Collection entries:
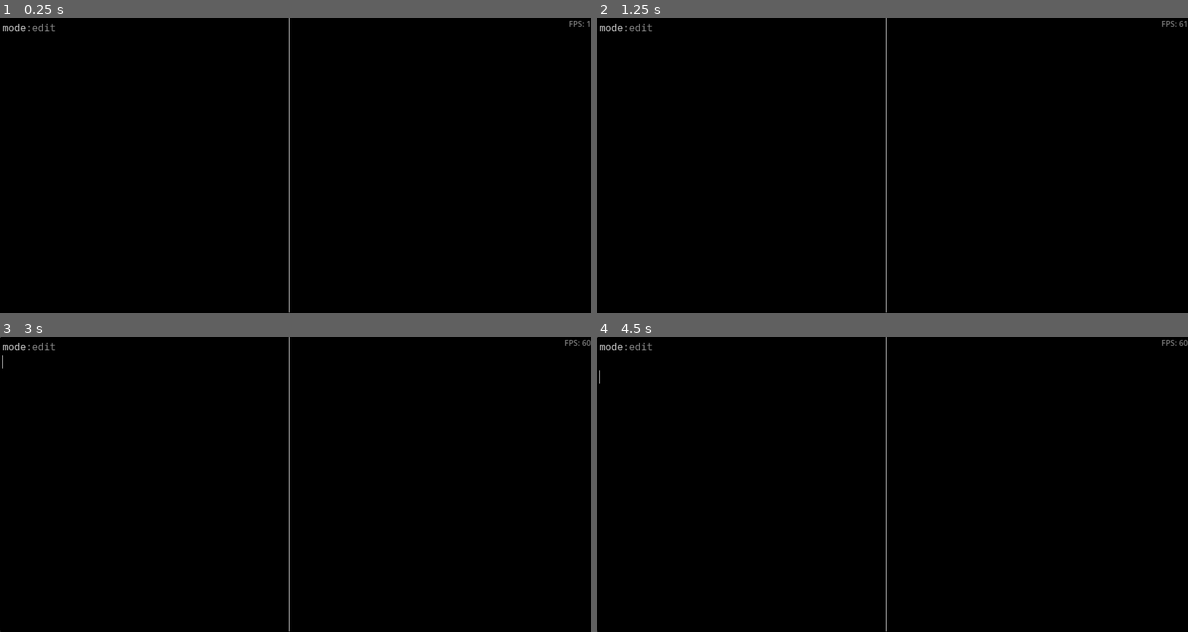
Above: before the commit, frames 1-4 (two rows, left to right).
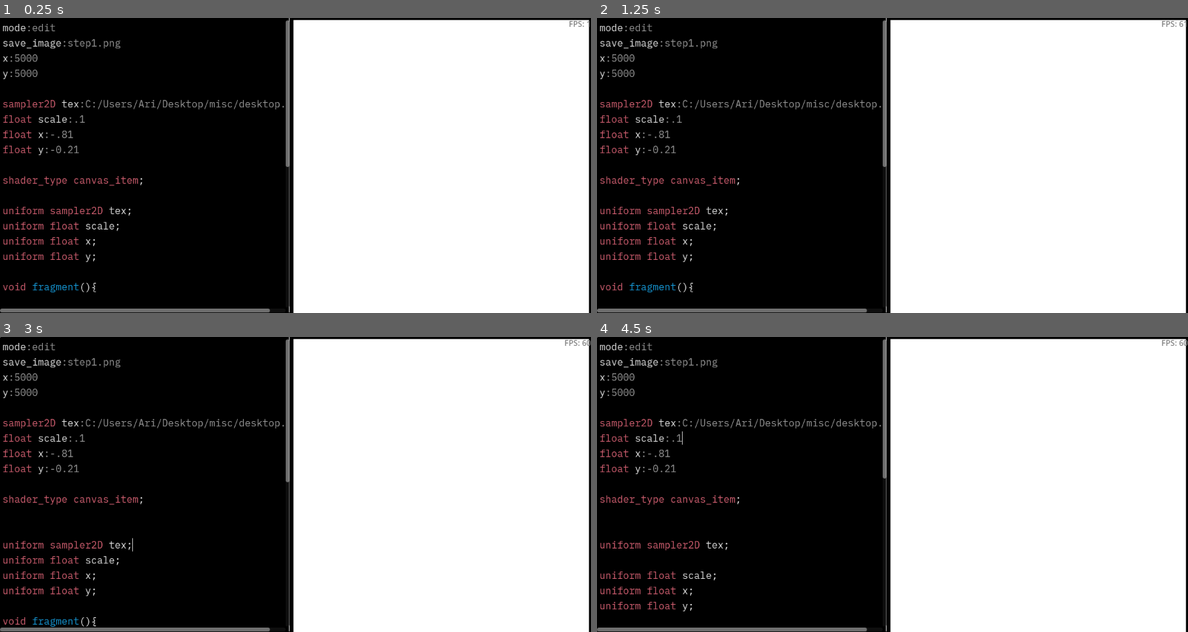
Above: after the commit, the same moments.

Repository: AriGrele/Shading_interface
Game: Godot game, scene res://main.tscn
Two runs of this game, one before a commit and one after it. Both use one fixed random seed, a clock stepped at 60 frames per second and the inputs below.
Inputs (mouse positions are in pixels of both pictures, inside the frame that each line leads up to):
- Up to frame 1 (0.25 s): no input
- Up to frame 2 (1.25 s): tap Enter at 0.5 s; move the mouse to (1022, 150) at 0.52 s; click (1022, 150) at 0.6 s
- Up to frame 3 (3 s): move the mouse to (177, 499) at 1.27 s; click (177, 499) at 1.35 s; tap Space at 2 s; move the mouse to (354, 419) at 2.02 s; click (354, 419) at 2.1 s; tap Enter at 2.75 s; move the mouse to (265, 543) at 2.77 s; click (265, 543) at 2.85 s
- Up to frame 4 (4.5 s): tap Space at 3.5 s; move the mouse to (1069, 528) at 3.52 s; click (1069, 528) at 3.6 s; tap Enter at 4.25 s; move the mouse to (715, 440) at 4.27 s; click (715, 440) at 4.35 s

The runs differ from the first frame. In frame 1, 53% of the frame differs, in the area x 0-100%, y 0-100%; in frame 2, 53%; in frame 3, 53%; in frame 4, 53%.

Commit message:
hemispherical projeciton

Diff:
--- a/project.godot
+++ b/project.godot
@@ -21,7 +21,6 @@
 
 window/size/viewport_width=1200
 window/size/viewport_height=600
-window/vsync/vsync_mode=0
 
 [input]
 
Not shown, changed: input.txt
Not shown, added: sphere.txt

▸ **Activity**:
With the pictures set aside, copy each line above as written.

▸ **Exercise result**:
Above: before the commit, frames 1-4 (two rows, left to right).
Above: after the commit, the same moments.

Repository: AriGrele/Shading_interface
Game: Godot game, scene res://main.tscn
Two runs of this game, one before a commit and one after it. Both use one fixed random seed, a clock stepped at 60 frames per second and the inputs below.
Inputs (mouse positions are in pixels of both pictures, inside the frame that each line leads up to):
- Up to frame 1 (0.25 s): no input
- Up to frame 2 (1.25 s): tap Enter at 0.5 s; move the mouse to (1022, 150) at 0.52 s; click (1022, 150) at 0.6 s
- Up to frame 3 (3 s): move the mouse to (177, 499) at 1.27 s; click (177, 499) at 1.35 s; tap Space at 2 s; move the mouse to (354, 419) at 2.02 s; click (354, 419) at 2.1 s; tap Enter at 2.75 s; move the mouse to (265, 543) at 2.77 s; click (265, 543) at 2.85 s
- Up to frame 4 (4.5 s): tap Space at 3.5 s; move the mouse to (1069, 528) at 3.52 s; click (1069, 528) at 3.6 s; tap Enter at 4.25 s; move the mouse to (715, 440) at 4.27 s; click (715, 440) at 4.35 s

The runs differ from the first frame. In frame 1, 53% of the frame differs, in the area x 0-100%, y 0-100%; in frame 2, 53%; in frame 3, 53%; in frame 4, 53%.

Commit message:
hemispherical projeciton

Diff:
--- a/project.godot
+++ b/project.godot
@@ -21,7 +21,6 @@
 
 window/size/viewport_width=1200
 window/size/viewport_height=600
-window/vsync/vsync_mode=0
 
 [input]
 
Not shown, changed: input.txt
Not shown, added: sphere.txt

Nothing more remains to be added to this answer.